> Provided records
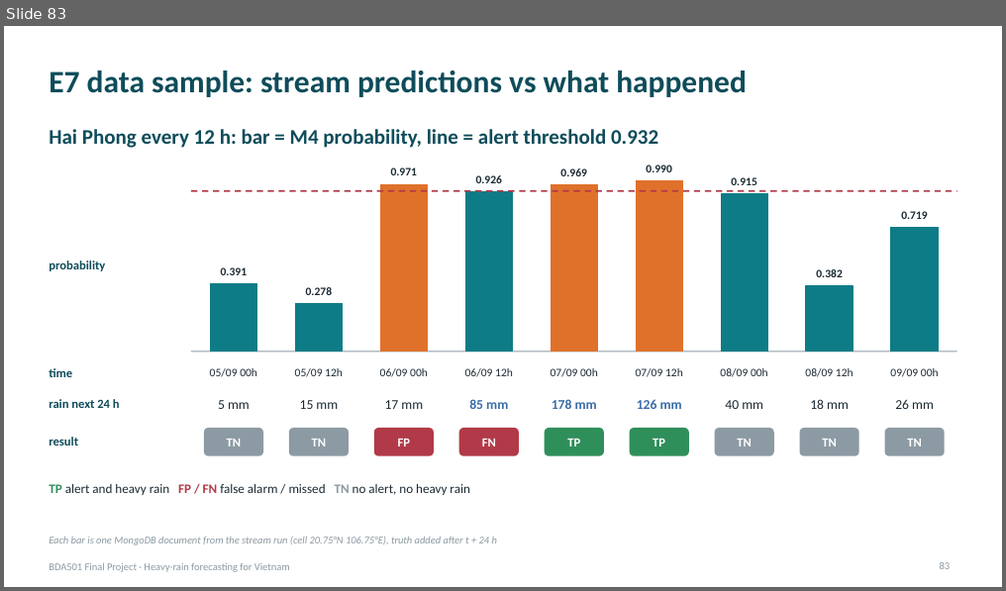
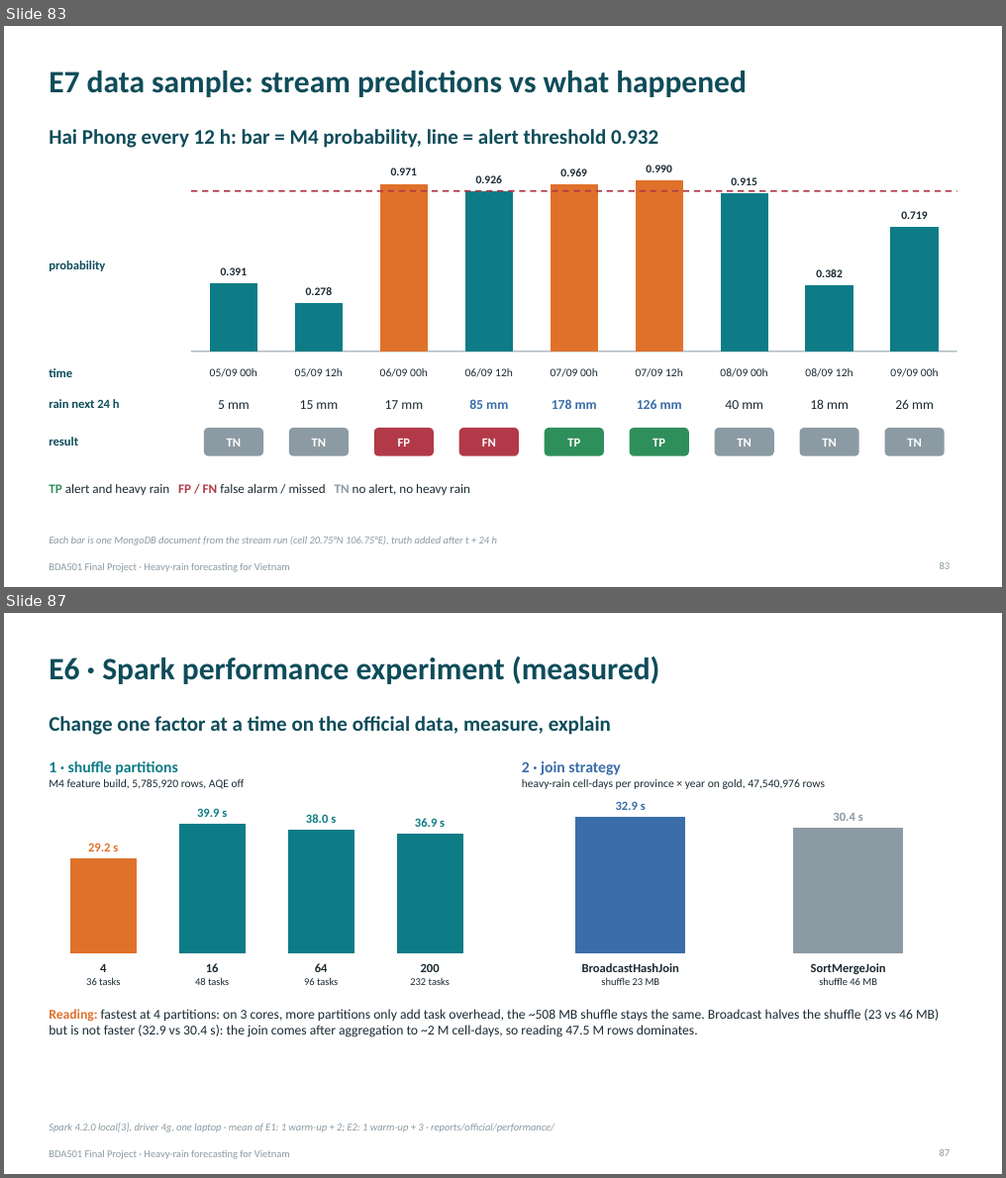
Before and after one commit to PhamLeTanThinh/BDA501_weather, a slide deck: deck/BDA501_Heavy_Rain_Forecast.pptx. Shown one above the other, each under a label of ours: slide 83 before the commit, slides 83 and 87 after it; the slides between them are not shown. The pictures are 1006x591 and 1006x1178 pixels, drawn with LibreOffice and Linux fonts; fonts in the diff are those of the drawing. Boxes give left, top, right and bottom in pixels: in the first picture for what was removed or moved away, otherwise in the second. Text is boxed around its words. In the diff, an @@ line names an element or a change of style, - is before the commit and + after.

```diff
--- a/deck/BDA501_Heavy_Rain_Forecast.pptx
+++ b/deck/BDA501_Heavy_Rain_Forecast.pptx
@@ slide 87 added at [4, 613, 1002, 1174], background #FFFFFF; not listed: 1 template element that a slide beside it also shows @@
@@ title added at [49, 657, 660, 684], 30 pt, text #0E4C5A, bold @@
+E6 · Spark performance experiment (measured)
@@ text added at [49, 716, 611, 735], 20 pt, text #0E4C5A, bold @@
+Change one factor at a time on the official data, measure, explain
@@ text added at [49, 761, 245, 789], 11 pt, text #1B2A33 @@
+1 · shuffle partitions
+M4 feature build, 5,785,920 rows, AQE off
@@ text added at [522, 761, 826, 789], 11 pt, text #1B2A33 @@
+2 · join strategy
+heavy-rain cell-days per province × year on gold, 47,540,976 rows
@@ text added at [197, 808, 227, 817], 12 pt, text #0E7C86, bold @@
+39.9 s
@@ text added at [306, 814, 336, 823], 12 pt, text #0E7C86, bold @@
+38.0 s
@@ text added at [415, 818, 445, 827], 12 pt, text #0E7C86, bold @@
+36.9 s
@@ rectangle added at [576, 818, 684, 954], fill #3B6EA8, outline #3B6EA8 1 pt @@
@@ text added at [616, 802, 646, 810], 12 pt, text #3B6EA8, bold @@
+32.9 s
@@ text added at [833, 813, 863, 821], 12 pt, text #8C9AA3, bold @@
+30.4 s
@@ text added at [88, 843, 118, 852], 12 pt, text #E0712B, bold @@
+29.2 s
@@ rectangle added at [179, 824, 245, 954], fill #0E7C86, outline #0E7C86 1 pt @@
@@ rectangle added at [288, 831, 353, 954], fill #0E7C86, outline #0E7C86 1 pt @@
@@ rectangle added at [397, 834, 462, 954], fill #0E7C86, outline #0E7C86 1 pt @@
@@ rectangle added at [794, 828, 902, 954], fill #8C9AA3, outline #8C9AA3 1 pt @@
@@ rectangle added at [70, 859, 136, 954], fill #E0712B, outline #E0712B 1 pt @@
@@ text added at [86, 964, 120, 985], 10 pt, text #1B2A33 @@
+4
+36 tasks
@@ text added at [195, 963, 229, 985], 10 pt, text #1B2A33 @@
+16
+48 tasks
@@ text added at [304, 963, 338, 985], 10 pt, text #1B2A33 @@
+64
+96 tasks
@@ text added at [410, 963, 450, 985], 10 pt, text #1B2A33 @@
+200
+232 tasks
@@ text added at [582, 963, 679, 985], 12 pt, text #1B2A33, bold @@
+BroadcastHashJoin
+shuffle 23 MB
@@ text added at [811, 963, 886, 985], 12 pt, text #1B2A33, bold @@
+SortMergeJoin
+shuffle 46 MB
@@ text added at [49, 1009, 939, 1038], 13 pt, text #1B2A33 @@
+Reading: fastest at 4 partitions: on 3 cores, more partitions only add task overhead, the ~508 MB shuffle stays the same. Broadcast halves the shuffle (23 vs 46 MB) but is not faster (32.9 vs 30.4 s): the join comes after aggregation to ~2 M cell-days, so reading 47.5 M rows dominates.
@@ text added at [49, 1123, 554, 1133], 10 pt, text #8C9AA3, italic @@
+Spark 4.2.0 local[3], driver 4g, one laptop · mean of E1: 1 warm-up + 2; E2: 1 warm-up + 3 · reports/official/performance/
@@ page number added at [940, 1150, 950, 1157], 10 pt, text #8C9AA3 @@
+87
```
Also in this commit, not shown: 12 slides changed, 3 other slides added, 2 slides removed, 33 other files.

> Description of the task
Go through the material and say how many lines include "pptx". The number alone will do.

> Response
3